Jon: “It was March in 2020.”

Kevin: “It was March in 2020. Early March. Yeah. And yeah, it was a very, very difficult time, but I think that we made a lot of under extreme distress really, right. We made a lot of good calls and Jason Furman had a really interesting tweet and he's really up to his game lately in the sense I got to say that his analysis is really always worth looking at and sometimes worth agreeing with, but always very thoughtful. And, and, and he basically said, you know, if actually look at GDP, what we've forecasted GDP for GDP today before COVID that we've kind of returned to the trend. And so, we had the biggest drop since the great depression in GDP and we've returned to the trends. Now, granted, we've got a lot of problems going forward, like the debt, but you and I will talk about a little before we're done.
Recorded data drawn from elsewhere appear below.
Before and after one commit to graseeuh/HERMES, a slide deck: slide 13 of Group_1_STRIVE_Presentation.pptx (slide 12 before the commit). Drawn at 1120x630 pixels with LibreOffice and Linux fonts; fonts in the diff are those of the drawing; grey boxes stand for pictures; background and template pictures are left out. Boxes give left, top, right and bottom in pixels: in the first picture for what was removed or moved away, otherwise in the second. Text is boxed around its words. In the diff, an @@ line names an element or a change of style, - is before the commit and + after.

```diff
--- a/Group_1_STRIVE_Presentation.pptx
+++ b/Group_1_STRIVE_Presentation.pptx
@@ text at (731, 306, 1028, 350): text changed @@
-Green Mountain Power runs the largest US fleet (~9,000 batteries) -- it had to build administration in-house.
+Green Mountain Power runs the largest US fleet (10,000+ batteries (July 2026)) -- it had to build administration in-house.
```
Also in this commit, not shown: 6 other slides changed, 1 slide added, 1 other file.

And that was financed debt financed in a way that was necessary given that we shut the economy down. But the economic policy is that if you had told me when I did the first estimate, the GDP growth in the second quarter. It’s going to be minus 32 percent. You can remember me saying that on TV before the number came out, because it's based on a lot of math. I was terrified that that was going to cause a financial panic and a Great Depression. And the fact that we were able to go from there to we're back on trend, here we are just a little bit later, I think is one of the great economic policy accomplishments in economic history. And I can finally say, too, that it's one that is nonpartisan, that Ron Lydon at Senate Finance and his staff worked really closely with us at the White House to make sure that we had thought carefully about the emergency and what the right economic response to it would be. And then there was bipartisan support that I don't think that a single Democrat or Republican voted against this thing. So, imagine, President Trump's a pretty controversial guy. I guess that's not a controversial statement. And he's even getting impeached. And he passes all these stimulus bills with, you know, 100% support from Democrats. And it was because basically Democrats and Republicans in the emergency worked well together. And the credit for getting back to trend is not just, you know, ours from our team, but really everybody. And that, I think, is like, again, one of the great economic policy accomplishments of our lifetimes, that we could turn off the economy at a minus 32% quarter and then not have the whole thing in mind.”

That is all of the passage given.